Below are some records. Pull every line that contains the word "style".

Stored data
··········
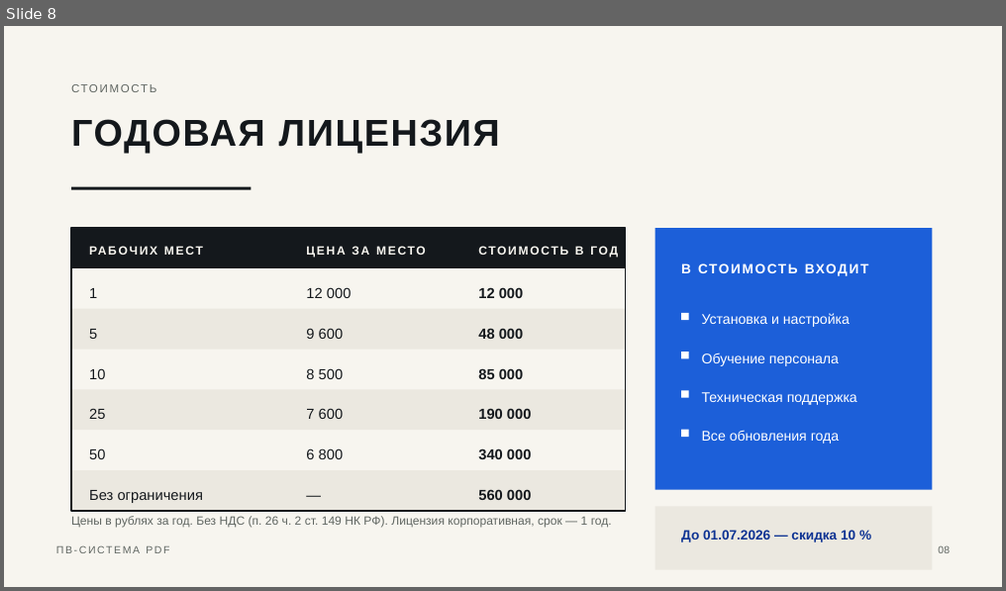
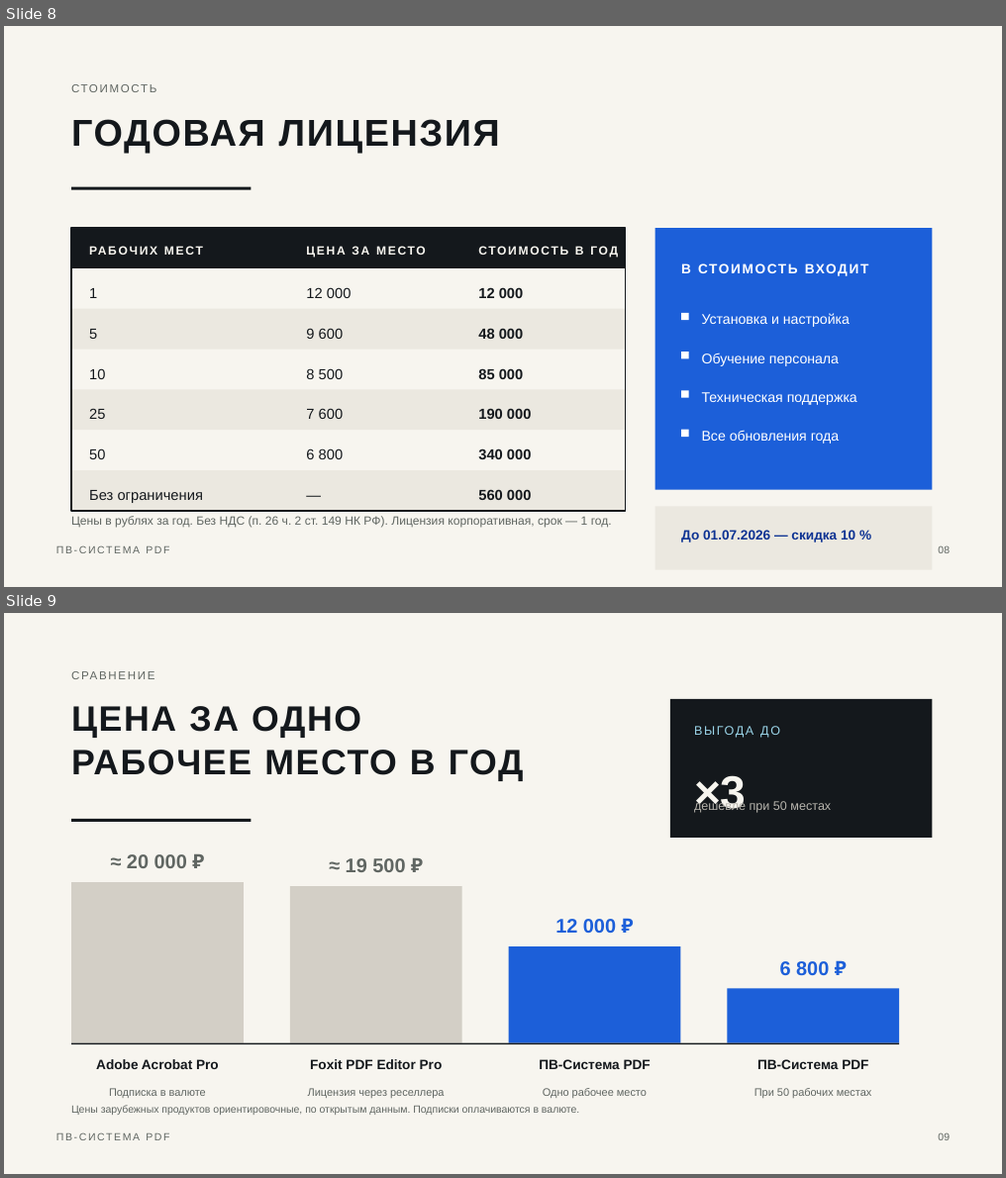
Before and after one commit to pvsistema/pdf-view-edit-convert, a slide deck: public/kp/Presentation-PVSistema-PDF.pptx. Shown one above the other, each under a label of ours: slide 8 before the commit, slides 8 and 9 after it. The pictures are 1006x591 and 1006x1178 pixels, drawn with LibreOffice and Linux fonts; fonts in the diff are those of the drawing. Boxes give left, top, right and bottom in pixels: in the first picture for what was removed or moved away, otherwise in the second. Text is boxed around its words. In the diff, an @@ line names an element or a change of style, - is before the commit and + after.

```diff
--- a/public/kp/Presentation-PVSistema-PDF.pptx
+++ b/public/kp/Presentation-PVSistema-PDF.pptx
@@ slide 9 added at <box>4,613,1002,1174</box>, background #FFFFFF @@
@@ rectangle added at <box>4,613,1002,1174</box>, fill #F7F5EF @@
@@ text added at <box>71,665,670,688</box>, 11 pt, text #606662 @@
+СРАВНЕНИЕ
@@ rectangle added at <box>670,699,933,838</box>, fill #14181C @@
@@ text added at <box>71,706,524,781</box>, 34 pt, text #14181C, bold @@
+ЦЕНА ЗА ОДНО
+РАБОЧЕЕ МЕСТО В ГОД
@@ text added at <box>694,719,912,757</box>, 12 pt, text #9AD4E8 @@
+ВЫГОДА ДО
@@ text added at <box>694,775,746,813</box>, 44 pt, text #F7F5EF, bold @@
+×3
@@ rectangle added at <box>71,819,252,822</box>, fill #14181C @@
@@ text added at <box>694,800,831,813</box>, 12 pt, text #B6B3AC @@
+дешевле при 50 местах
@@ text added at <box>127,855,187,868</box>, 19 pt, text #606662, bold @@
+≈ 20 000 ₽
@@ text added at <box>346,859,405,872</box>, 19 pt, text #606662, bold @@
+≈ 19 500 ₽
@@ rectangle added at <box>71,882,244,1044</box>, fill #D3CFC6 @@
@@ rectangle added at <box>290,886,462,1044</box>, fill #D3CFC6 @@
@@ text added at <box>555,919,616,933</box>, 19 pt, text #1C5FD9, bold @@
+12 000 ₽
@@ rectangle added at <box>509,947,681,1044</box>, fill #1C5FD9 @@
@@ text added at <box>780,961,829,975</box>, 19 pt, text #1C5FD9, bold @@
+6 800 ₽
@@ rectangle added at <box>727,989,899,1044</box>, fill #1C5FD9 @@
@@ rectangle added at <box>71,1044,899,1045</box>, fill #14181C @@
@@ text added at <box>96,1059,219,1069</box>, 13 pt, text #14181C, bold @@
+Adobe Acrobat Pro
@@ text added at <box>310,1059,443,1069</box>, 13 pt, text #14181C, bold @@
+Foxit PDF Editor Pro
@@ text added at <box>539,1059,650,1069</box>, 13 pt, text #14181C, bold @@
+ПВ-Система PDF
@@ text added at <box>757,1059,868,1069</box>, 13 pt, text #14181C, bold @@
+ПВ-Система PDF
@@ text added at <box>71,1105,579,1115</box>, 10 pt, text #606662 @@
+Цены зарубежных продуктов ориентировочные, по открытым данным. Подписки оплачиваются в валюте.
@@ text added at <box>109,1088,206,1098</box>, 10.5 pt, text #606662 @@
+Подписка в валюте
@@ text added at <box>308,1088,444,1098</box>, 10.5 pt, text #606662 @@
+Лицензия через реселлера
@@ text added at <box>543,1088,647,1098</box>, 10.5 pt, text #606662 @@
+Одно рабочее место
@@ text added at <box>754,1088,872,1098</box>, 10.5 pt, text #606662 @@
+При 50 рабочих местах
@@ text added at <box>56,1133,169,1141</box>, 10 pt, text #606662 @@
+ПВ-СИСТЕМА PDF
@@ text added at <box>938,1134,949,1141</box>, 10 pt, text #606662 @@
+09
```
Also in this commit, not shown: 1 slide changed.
··········
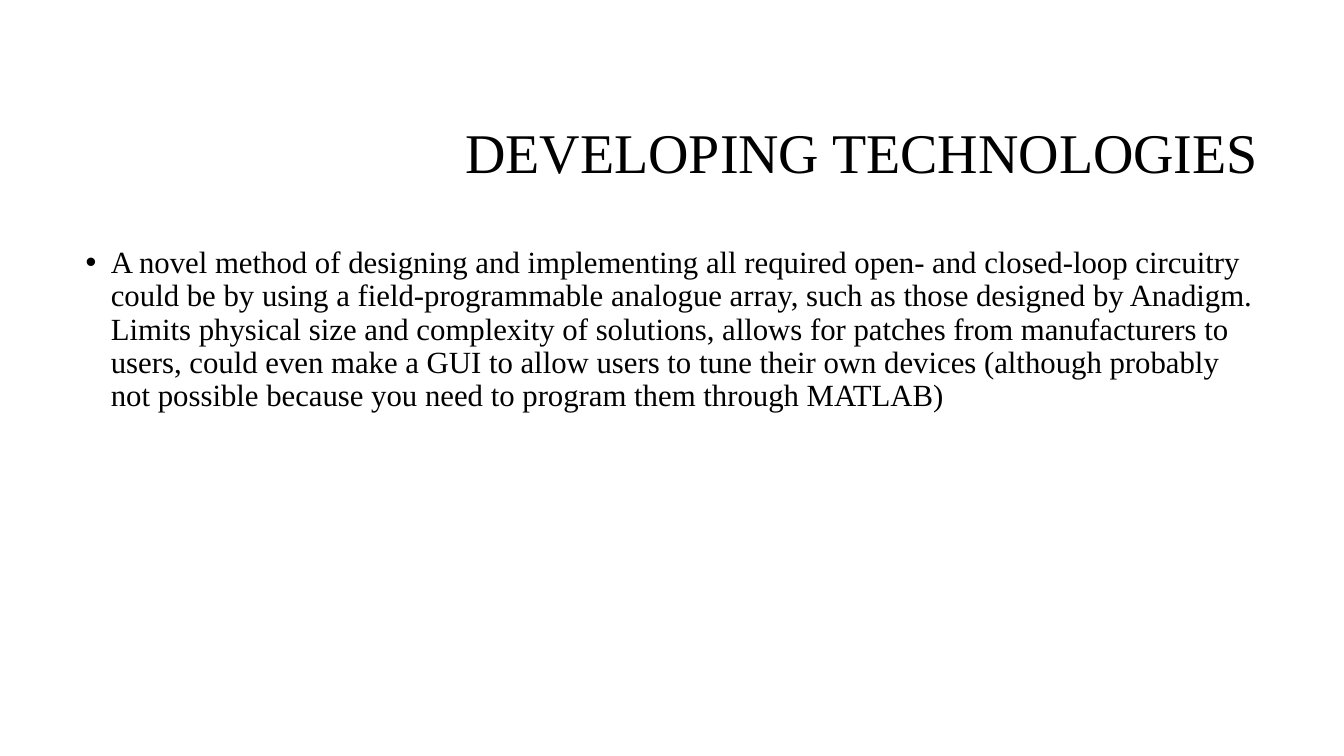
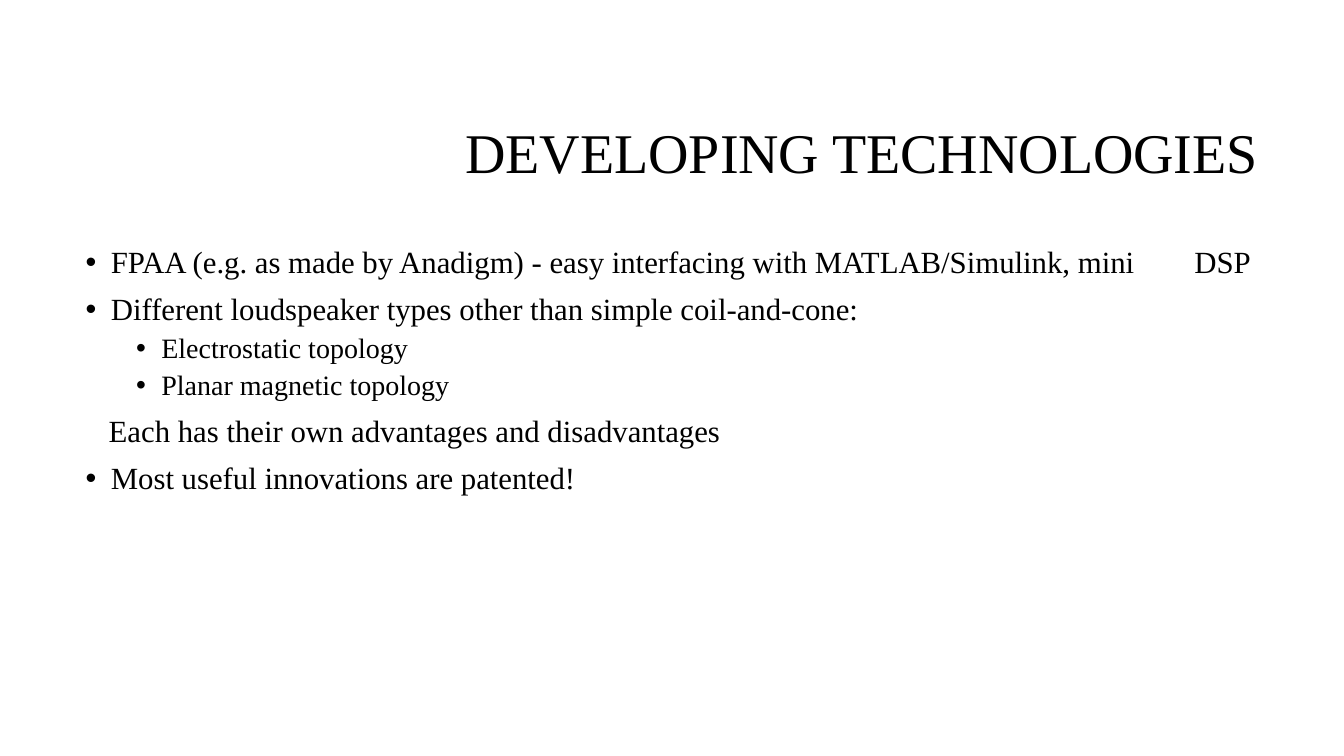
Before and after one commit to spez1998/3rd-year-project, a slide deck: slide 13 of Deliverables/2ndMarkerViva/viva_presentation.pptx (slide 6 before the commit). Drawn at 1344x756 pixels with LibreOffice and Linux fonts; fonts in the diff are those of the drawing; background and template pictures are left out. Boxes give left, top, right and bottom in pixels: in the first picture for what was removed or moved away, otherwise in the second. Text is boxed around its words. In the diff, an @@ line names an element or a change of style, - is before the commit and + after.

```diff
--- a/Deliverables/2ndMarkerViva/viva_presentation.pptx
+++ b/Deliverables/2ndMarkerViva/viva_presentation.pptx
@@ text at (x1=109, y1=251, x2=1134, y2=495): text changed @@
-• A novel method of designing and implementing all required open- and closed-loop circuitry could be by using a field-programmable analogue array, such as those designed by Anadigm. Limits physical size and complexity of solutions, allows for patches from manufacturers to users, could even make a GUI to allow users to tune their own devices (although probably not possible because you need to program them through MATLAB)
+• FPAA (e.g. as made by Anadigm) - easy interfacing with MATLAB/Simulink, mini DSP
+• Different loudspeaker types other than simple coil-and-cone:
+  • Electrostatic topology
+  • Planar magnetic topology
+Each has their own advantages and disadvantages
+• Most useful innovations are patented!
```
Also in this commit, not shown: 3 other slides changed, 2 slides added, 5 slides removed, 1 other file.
··········
Result:
Before and after one commit to pvsistema/pdf-view-edit-convert, a slide deck: public/kp/Presentation-PVSistema-PDF.pptx. Shown one above the other, each under a label of ours: slide 8 before the commit, slides 8 and 9 after it. The pictures are 1006x591 and 1006x1178 pixels, drawn with LibreOffice and Linux fonts; fonts in the diff are those of the drawing. Boxes give left, top, right and bottom in pixels: in the first picture for what was removed or moved away, otherwise in the second. Text is boxed around its words. In the diff, an @@ line names an element or a change of style, - is before the commit and + after.
Before and after one commit to spez1998/3rd-year-project, a slide deck: slide 13 of Deliverables/2ndMarkerViva/viva_presentation.pptx (slide 6 before the commit). Drawn at 1344x756 pixels with LibreOffice and Linux fonts; fonts in the diff are those of the drawing; background and template pictures are left out. Boxes give left, top, right and bottom in pixels: in the first picture for what was removed or moved away, otherwise in the second. Text is boxed around its words. In the diff, an @@ line names an element or a change of style, - is before the commit and + after.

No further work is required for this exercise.